畑中喜右衛門の碑(畑中喜右衛門と子吉川の河川改修)
万治元年(1658)、出羽国由利郡滝沢郷(今の秋田県由利本荘市)庄屋の畑中喜右衛門は、子吉川の河川改修を代官に執拗に訴えて処刑されました。貞享3年(1686)、その供養のために墓碑として「畑中喜右衛門の碑」が建てられ、現在も墓前で慰霊祭が行われています。
義民伝承の内容と背景
江戸時代、日本海に注ぐ子吉川の河口南岸には本荘藩の古雪港、北岸には亀田藩の石脇港が開かれ、西廻り航路を通る北前船の寄港地として栄えました。

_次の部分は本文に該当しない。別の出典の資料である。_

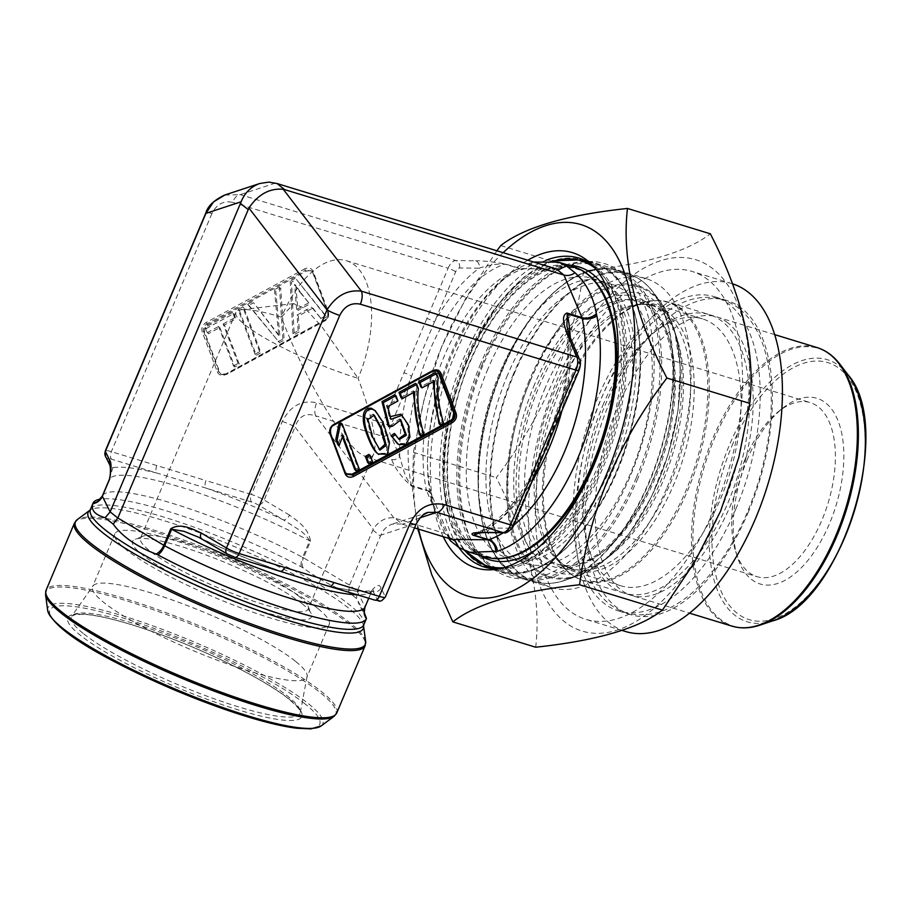 <?xml version="1.0" encoding="UTF-8"?>
<svg xmlns="http://www.w3.org/2000/svg" width="911" height="911" viewBox="0 0 911 911"><rect width="100%" height="100%" fill="white"/><g stroke="black" fill="none" stroke-linecap="round" stroke-linejoin="round"><path stroke-width="0.68" stroke-dasharray="4.55 3.42" d="M503.134 252.677A194.168 99.265 -73 0 0 490.608 265.693A194.168 99.265 -73 0 0 418.57 529.143M496.894 250.776L466.227 297.419L441.368 347.421L424.093 399.394L413.4 452.3L412.512 489.298L417.796 528.904M720.738 510.581A194.168 99.265 -73 0 0 662.502 260.136A194.168 99.265 -73 0 0 533.539 565.424A194.168 99.265 -73 0 0 720.738 510.581M535.691 647.22C541.59 596.694 528.437 540.166 496.267 477.649C544.425 414.38 573.531 345.474 583.587 270.931C644.692 264.406 686.94 252.028 710.329 233.797M537.672 384.271A145.635 74.451 107 0 1 675.62 334.189A145.635 74.451 107 0 1 607.136 558.079A145.635 74.451 107 0 1 524.884 539.005A145.635 74.451 107 0 1 537.672 384.271M667.091 487.419A161.543 82.582 -73 0 0 646.286 278.709A161.543 82.582 -73 0 0 520.056 409.028A161.543 82.582 -73 0 0 551.781 587.652A161.543 82.582 -73 0 0 667.091 487.419M498.693 568.919A161.543 82.582 -73 0 0 502.678 568.623A161.543 82.582 -73 0 0 599.768 466.831A161.543 82.582 -73 0 0 594.94 267.003A161.543 82.582 -73 0 0 591.797 264.532M545.598 260.444A161.543 82.582 -73 0 0 463.653 358.342A161.543 82.582 -73 0 0 458.825 547.488M443.201 536.67A164.857 84.279 107 0 1 454.771 354.937A164.857 84.279 107 0 1 527.765 260.216M715.556 506.459A181.881 92.979 -73 0 0 692.132 271.455A181.881 92.979 -73 0 0 550.005 418.183A181.881 92.979 -73 0 0 585.727 619.309A181.881 92.979 -73 0 0 715.556 506.459M732.478 283.799A181.881 92.979 -73 0 0 732.023 283.651A181.881 92.979 -73 0 0 589.907 430.391A181.881 92.979 -73 0 0 625.618 631.517M748.045 512.756A164.287 83.983 -73 0 0 726.876 300.482A164.287 83.983 -73 0 0 598.504 433.021A164.287 83.983 -73 0 0 630.765 614.686A164.287 83.983 -73 0 0 748.045 512.756M735.826 509.021A164.287 83.983 -73 0 0 714.657 296.747A164.287 83.983 -73 0 0 586.285 429.286A164.287 83.983 -73 0 0 618.546 610.951A164.287 83.983 -73 0 0 735.826 509.021M727.957 502.747A145.635 74.451 -73 0 0 740.757 348.025A145.635 74.451 -73 0 0 658.494 328.951A145.635 74.451 -73 0 0 590.009 552.84A145.635 74.451 -73 0 0 727.957 502.747M602.82 405.452A139.565 71.343 107 0 1 653.847 332.629A139.565 71.343 107 0 1 702.438 318.861A139.565 71.343 107 0 1 720.419 499.182A139.565 71.343 107 0 1 620.801 585.784A139.565 71.343 107 0 1 588.221 547.192A139.565 71.343 107 0 1 602.82 405.452M545.222 387.835A139.565 71.343 -73 0 0 563.192 568.157A139.565 71.343 -73 0 0 611.782 554.4A139.565 71.343 -73 0 0 677.42 339.837A139.565 71.343 -73 0 0 644.84 301.245A139.565 71.343 -73 0 0 545.222 387.835M413.4 452.3L496.267 477.649M500.72 245.583L583.587 270.931M448.713 538.367L431.598 500.686A12.139 8.905 157.1 0 0 431.666 495.026A12.139 8.905 157.1 0 0 426.61 490.801L444.602 533.334L447.472 534.825L450.114 538.788M431.598 500.686L431.04 498.397A151.693 77.549 107 0 1 450.023 356.212A151.693 77.549 107 0 1 530.475 263.006L533.869 262.083M281.419 317.187A91.02 15.476 22.9 0 0 241.176 309.729A91.02 15.476 22.9 0 0 235.915 312.336A91.02 15.476 22.9 0 0 273.391 342.809A91.02 15.476 22.9 0 0 358.114 378.316L321.993 326.855L305.379 308.635L293.661 303.614L281.419 317.187C302.315 373.248 339.609 438.1 359.663 453.257L366.461 457.22C369.912 458.256 372.348 457.117 373.772 453.803C377.564 441.983 372.348 416.817 358.114 378.316A91.02 46.529 -73 0 0 346.385 260.717A91.02 46.529 -73 0 0 281.419 317.187M299.172 596.477A91.02 15.476 22.9 0 0 214.78 553.034A91.02 15.476 22.9 0 0 142.822 536.249A91.02 15.476 22.9 0 0 140.522 538.173A91.02 15.476 22.9 0 0 218.344 587.846A91.02 15.476 22.9 0 0 308.214 609.015A91.02 15.476 22.9 0 0 307.986 606.02A91.02 15.476 22.9 0 0 299.172 596.477M452.277 539.449L444.602 533.334L393.882 517.869C385.752 517.141 378.874 520.876 373.259 529.097L349.528 585.113L348.549 592.184C335.738 588.404 320.649 580.353 303.261 568.043L301.473 566.949A148.356 25.235 22.9 0 0 101.246 499.012A148.356 25.235 22.9 0 0 99.675 499.262M372.793 530.031L380.456 536.146L357.192 591.228L349.528 585.113L303.522 557.828L310.503 541.305C308.749 528.3 297.738 521.194 289.493 515.068A6.07 3.746 -59.3 0 1 283.355 519.839L297.76 528.961C303.238 532.445 307.189 536.397 309.626 540.815L302.646 557.338A142.594 24.255 22.9 0 0 102.317 496.062M380.456 536.146L380.855 535.156L416.122 523.552L385.273 596.568L380.98 587.982A6.07 5.865 -26.6 0 1 373.1 591.364L377.393 599.95A6.07 1.036 -157.1 0 1 374.387 599.859L314.887 582.049C347.786 592.583 373.92 591.956 372.326 590.032L372.007 590.522M239.399 310.492L256.333 355.244L260.933 352.739L244.011 307.975L239.399 310.492L238.124 309.467L255.057 354.231L256.333 355.244M312.883 308.1L321.834 319.579L326.719 316.914L296.439 279.426L291.474 282.125L294.185 334.633L299.423 331.786L298.352 316.015L312.883 308.1L311.596 307.087L321.834 319.579M217.365 371.939C219.095 375.355 221.908 376.209 225.791 374.523L324.475 320.216C327.482 318.201 328.564 315.616 327.755 312.462L313.304 273.22L311.813 271.022L305.561 270.203L304.718 268.847L206.125 322.528C202.515 324.931 201.206 328.028 202.196 331.843L217.365 371.939A1.218 0.581 159.3 0 1 218.856 371.756L221.054 374.193M328.37 313.042C329.19 316.219 328.097 318.804 325.09 320.809L324.475 320.216L225.882 373.909L226.793 374.33L325.09 320.809M226.793 374.33L221.977 374.637L218.856 371.756L203.688 331.65A1.218 0.581 -20.7 0 0 202.196 331.843M204.702 332.356C203.87 329.19 204.964 326.594 207.981 324.601L206.968 323.895C203.916 325.865 202.823 328.45 203.688 331.65L204.702 332.356L219.767 372.189M206.125 322.528L206.968 323.895L305.561 270.203L306.278 271.068L207.981 324.601M306.278 271.068L310.651 270.59L313.304 273.22M248.908 305.31L279.449 342.661L284.164 340.088L280.713 287.99L275.726 290.7L279.939 336.466L253.6 302.748L248.908 305.31L247.633 304.285L279.449 342.661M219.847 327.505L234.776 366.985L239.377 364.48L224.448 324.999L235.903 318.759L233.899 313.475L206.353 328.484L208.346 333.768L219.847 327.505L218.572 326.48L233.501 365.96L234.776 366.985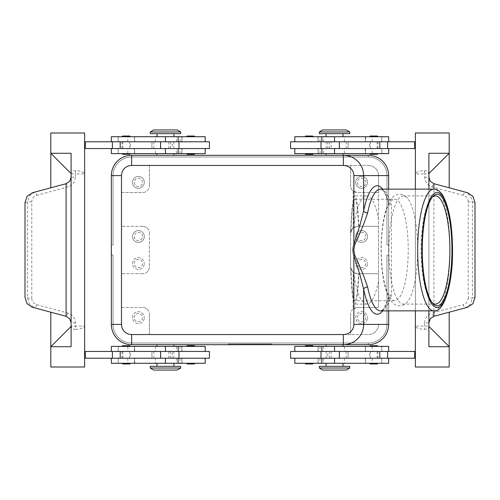 <?xml version="1.0" encoding="UTF-8"?>
<svg xmlns="http://www.w3.org/2000/svg" width="500" height="500" viewBox="0 0 500 500"><rect width="100%" height="100%" fill="white"/><g stroke="black" fill="none" stroke-linecap="round" stroke-linejoin="round"><path stroke-width="0.38" stroke-dasharray="2.5 1.88" d="M381.244 250A50.725 13.487 90 0 0 394.731 300.725A50.725 13.487 90 0 0 408.225 250A50.725 13.487 90 0 0 394.731 199.275A50.725 13.487 90 0 0 381.244 250M122.65 363.288L126.231 363.288L122.65 363.288M122.675 345.706L129.781 345.706M122.65 346.381L126.231 346.381L122.65 346.381M209.419 141.781L172.219 141.781L172.219 148.55L84.631 148.55L84.631 141.781L84.631 148.55M209.419 148.55L172.219 148.55M176.594 136.713L118.112 136.713L176.594 136.713M172.219 141.781L84.631 141.781M205.194 153.619L111.35 153.619M190.819 136.713L195.044 136.713L190.819 136.713M187.269 136.037L194.369 136.037M187.269 154.294L194.369 154.294M190.819 153.619L195.044 153.619L190.819 153.619M150.238 133.669L180.675 133.669M84.631 358.219L85.306 358.219L85.306 351.45L85.306 358.219L205.194 358.219L172.219 358.219L172.219 351.45L178.981 351.45L111.35 351.45L205.194 351.45L84.631 351.45L84.631 358.219L84.631 351.45M172.219 358.219L209.419 358.219M111.35 363.288L205.194 363.288M155.512 358.219L118.112 358.219L155.512 358.219L155.512 363.288M205.194 346.381L111.35 346.381M150.238 366.331L180.675 366.331M309.181 363.288L304.956 363.288L309.181 363.288M312.731 363.963L305.631 363.963M312.731 345.706L305.631 345.706M309.181 346.381L304.956 346.381L309.181 346.381M377.325 154.294L370.219 154.294M377.35 153.619L373.769 153.619L377.35 153.619M373.769 136.713L378 136.713L373.769 136.713M117.294 338.744A20.288 20.288 0 0 0 131.637 344.688A20.288 20.288 0 0 1 117.294 338.744A20.288 20.288 0 0 0 131.637 344.688A20.288 20.288 0 0 1 117.294 338.744A20.288 20.288 0 0 0 131.637 344.688A20.288 20.288 0 0 1 117.294 338.744A20.288 20.288 0 0 0 131.637 344.688A20.288 20.288 0 0 1 117.294 338.744A20.288 20.288 0 0 0 131.637 344.688L368.363 344.688A20.288 20.288 0 0 0 388.65 324.4A20.288 20.288 0 0 1 382.706 338.744A20.288 20.288 0 0 0 388.65 324.4A20.288 20.288 0 0 1 382.706 338.744A20.288 20.288 0 0 0 388.65 324.4A20.288 20.288 0 0 1 382.706 338.744A20.288 20.288 0 0 0 388.65 324.4A20.288 20.288 0 0 1 382.706 338.744A20.288 20.288 0 0 0 388.65 324.4L388.65 255.075L388.65 324.4L388.65 255.075L388.65 324.4L388.65 255.075L388.65 324.4L388.65 255.075L388.65 324.4L386.962 324.4L386.962 255.075L388.65 255.075L386.962 255.075L386.962 324.4A18.6 18.6 0 0 1 368.363 343A18.6 18.6 0 0 0 386.962 324.4L386.962 255.075L388.65 255.075L386.962 255.075L386.962 324.4A18.6 18.6 0 0 1 368.363 343L131.637 343L368.363 343A18.6 18.6 0 0 0 386.962 324.4L386.962 255.075L388.65 255.075L386.962 255.075L386.962 324.4A18.6 18.6 0 0 1 368.363 343L131.637 343A18.6 18.6 0 0 1 113.038 324.4A18.6 18.6 0 0 0 131.637 343L368.363 343A18.6 18.6 0 0 0 386.962 324.4L386.962 255.075L388.65 255.075L386.962 255.075L386.962 324.4A18.6 18.6 0 0 1 368.363 343L131.637 343A18.6 18.6 0 0 1 113.038 324.4L113.038 255.075L113.038 324.4A18.6 18.6 0 0 0 131.637 343L368.363 343A18.6 18.6 0 0 0 386.962 324.4L388.65 324.4L386.962 324.4L388.65 324.4L386.962 324.4L388.65 324.4L386.962 324.4L388.65 324.4L388.65 175.6A20.288 20.288 0 0 0 368.363 155.312A20.288 20.288 0 0 1 382.706 161.256A20.288 20.288 0 0 0 368.363 155.312A20.288 20.288 0 0 1 382.706 161.256A20.288 20.288 0 0 0 368.363 155.312A20.288 20.288 0 0 1 382.706 161.256A20.288 20.288 0 0 0 368.363 155.312A20.288 20.288 0 0 1 382.706 161.256A20.288 20.288 0 0 0 368.363 155.312L131.637 155.312A20.288 20.288 0 0 0 111.35 175.6A20.288 20.288 0 0 1 117.294 161.256A20.288 20.288 0 0 0 111.35 175.6A20.288 20.288 0 0 1 117.294 161.256A20.288 20.288 0 0 0 111.35 175.6A20.288 20.288 0 0 1 117.294 161.256A20.288 20.288 0 0 0 111.35 175.6A20.288 20.288 0 0 1 117.294 161.256A20.288 20.288 0 0 0 111.35 175.6L111.35 324.4A20.288 20.288 0 0 0 117.294 338.744A20.288 20.288 0 0 1 111.35 324.4A20.288 20.288 0 0 0 117.294 338.744A20.288 20.288 0 0 1 111.35 324.4A20.288 20.288 0 0 0 117.294 338.744A20.288 20.288 0 0 1 111.35 324.4A20.288 20.288 0 0 0 117.294 338.744A20.288 20.288 0 0 1 111.35 324.4L111.35 255.075L111.35 324.4A20.288 20.288 0 0 0 117.294 338.744M368.363 344.688L368.363 343L368.363 344.688L368.363 343L368.363 344.688L368.363 343L368.363 344.688L131.637 344.688L368.363 344.688L368.363 343L131.637 343A18.6 18.6 0 0 1 113.038 324.4A18.6 18.6 0 0 0 131.637 343A18.6 18.6 0 0 1 113.038 324.4A18.6 18.6 0 0 0 131.637 343L368.363 343L368.363 344.688A20.288 20.288 0 0 0 382.706 338.744A20.288 20.288 0 0 1 368.363 344.688L131.637 344.688L368.363 344.688A20.288 20.288 0 0 0 382.706 338.744A20.288 20.288 0 0 1 368.363 344.688A20.288 20.288 0 0 0 382.706 338.744A20.288 20.288 0 0 1 368.363 344.688A20.288 20.288 0 0 0 382.706 338.744A20.288 20.288 0 0 1 368.363 344.688L343.35 344.688M386.962 175.6A18.6 18.6 0 0 0 381.512 162.45A18.6 18.6 0 0 1 386.962 175.6A18.6 18.6 0 0 0 368.363 157A18.6 18.6 0 0 1 386.962 175.6A18.6 18.6 0 0 0 368.363 157A18.6 18.6 0 0 1 386.962 175.6A18.6 18.6 0 0 0 368.363 157A18.6 18.6 0 0 1 386.962 175.6L386.962 244.925L386.962 175.6L386.962 244.925L388.65 244.925L388.65 175.6A20.288 20.288 0 0 0 382.706 161.256A20.288 20.288 0 0 1 388.65 175.6A20.288 20.288 0 0 0 382.706 161.256A20.288 20.288 0 0 1 388.65 175.6A20.288 20.288 0 0 0 382.706 161.256A20.288 20.288 0 0 1 388.65 175.6L388.65 244.925L388.65 175.6L388.65 244.925L388.65 175.6L388.65 244.925L388.65 175.6L388.65 244.925L386.962 244.925L386.962 175.6L386.962 244.925L388.65 244.925L386.962 244.925L386.962 175.6L386.962 244.925L388.65 244.925L386.962 244.925L386.962 175.6L388.65 175.6A20.288 20.288 0 0 0 382.706 161.256A20.288 20.288 0 0 1 388.65 175.6L386.962 175.6M131.637 157A18.6 18.6 0 0 0 118.488 162.45A18.6 18.6 0 0 1 131.637 157A18.6 18.6 0 0 0 113.038 175.6A18.6 18.6 0 0 1 131.637 157A18.6 18.6 0 0 0 113.038 175.6A18.6 18.6 0 0 1 131.637 157A18.6 18.6 0 0 0 113.038 175.6A18.6 18.6 0 0 1 131.637 157L368.363 157A18.6 18.6 0 0 1 381.512 162.45A18.6 18.6 0 0 0 368.363 157L131.637 157L368.363 157L131.637 157L368.363 157L131.637 157L368.363 157L131.637 157L131.637 155.312A20.288 20.288 0 0 0 117.294 161.256A20.288 20.288 0 0 1 131.637 155.312A20.288 20.288 0 0 0 117.294 161.256A20.288 20.288 0 0 1 131.637 155.312A20.288 20.288 0 0 0 117.294 161.256A20.288 20.288 0 0 1 131.637 155.312L368.363 155.312L131.637 155.312L368.363 155.312L131.637 155.312L368.363 155.312L131.637 155.312L368.363 155.312L368.363 157L368.363 155.312L368.363 157L368.363 155.312L131.637 155.312A20.288 20.288 0 0 0 117.294 161.256A20.288 20.288 0 0 1 131.637 155.312L131.637 157M113.038 175.6A18.6 18.6 0 0 1 118.488 162.45A18.6 18.6 0 0 0 113.038 175.6L113.038 244.925L113.038 175.6L113.038 244.925L111.35 244.925L113.038 244.925L113.038 175.6L113.038 244.925L111.35 244.925L113.038 244.925L113.038 175.6L113.038 244.925L111.35 244.925L113.038 244.925L113.038 175.6L111.35 175.6L113.038 175.6M147.413 309.469A6.763 6.763 0 0 1 149.394 314.25A6.763 6.763 0 0 0 142.631 307.488A6.763 6.763 0 0 1 147.413 309.469M378.506 281.125L378.506 307.488L357.369 307.488A6.763 6.763 0 0 0 350.606 314.25A6.763 6.763 0 0 1 353.144 308.975L353.144 272.188L353.669 272.569C356.4 292.613 360.756 303.125 366.744 304.106C371.65 303.6 375.575 295.938 378.506 281.125L378.506 273.675L357.369 273.675L352.587 271.694L353.669 272.569M394.731 300.725L354.881 300.725C356.525 299.962 357.756 290.944 358.575 273.675L357.369 273.675A6.763 6.763 0 0 1 350.606 266.906L350.606 228.044L350.606 233.094L352.587 228.306A6.763 6.763 0 0 0 350.606 233.094A6.763 6.763 0 0 1 352.587 228.306L350.606 233.094L350.606 266.906L352.587 271.694L350.606 266.906L350.606 271.956L350.606 250L350.606 266.906A6.763 6.763 0 0 0 353.144 272.188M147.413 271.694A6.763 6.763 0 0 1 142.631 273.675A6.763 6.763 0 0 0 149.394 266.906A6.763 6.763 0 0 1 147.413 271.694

このため、子吉川は両港で荷降ろしされた物資を内陸の矢島藩に運んだり、逆に内陸から米や木材などの特産品を港まで運んだりする上で、たいへん重要な役割を果たしていました。
しかし、この子吉川は大雨による増水でしばしば氾濫しており、そのたびに河岸が侵食されて、明暦年間には吉沢集落の百姓屋敷12戸が危険にさらされるようになりました。
そこで、滝沢郷庄屋の畑中喜右衛門が、たびたび代官の奥山源兵衛に訴え出て河川改修を要求しますが、かえって農民を扇動して強訴に及んだとして打首になることが決まりました。
畑中喜右衛門の処刑は万治元年(1658)9月7日のことであり、その願いによって子吉川が見える吉沢村字芋が台の地が刑場として選ばれました。
畑中喜右衛門は死に臨んで我が魂はこの地にとどまり川の流れを変えるだろうと遺言し、その後の洪水によって、遺言のとおりに河道が変わり、今日のような美田地帯が生まれたと言い伝えられています。
貞享3年(1686)、吉沢の人々は畑中喜右衛門を顕彰して芋が台に碑を建立するとともに、毎年命日である9月7日には慰霊祭を営むようになり、これは現在も続いています。
「送誉浄月白智居士」(後に「清光院」の院号が追号される)の戒名と「貞享三丙寅年九月七日」の紀年銘が残る畑中喜右衛門の碑は、子吉川の河川改修の歴史を伝える貴重なものであることから、由利本荘市の史跡として指定されています。
参考文献
畑中喜右衛門の碑の場所(地図)と交通アクセス
名称
畑中喜右衛門の碑
場所
秋田県由利本荘市吉沢芋ケ台地内
備考
日本海東北自動車道「本荘インターチェンジ」から車で15分。国道108号矢島街道沿いに文化財愛護シンボルマークが付いた「畑中喜右衛門の碑」の看板が立ち、側道に入るとすぐの場所にあります。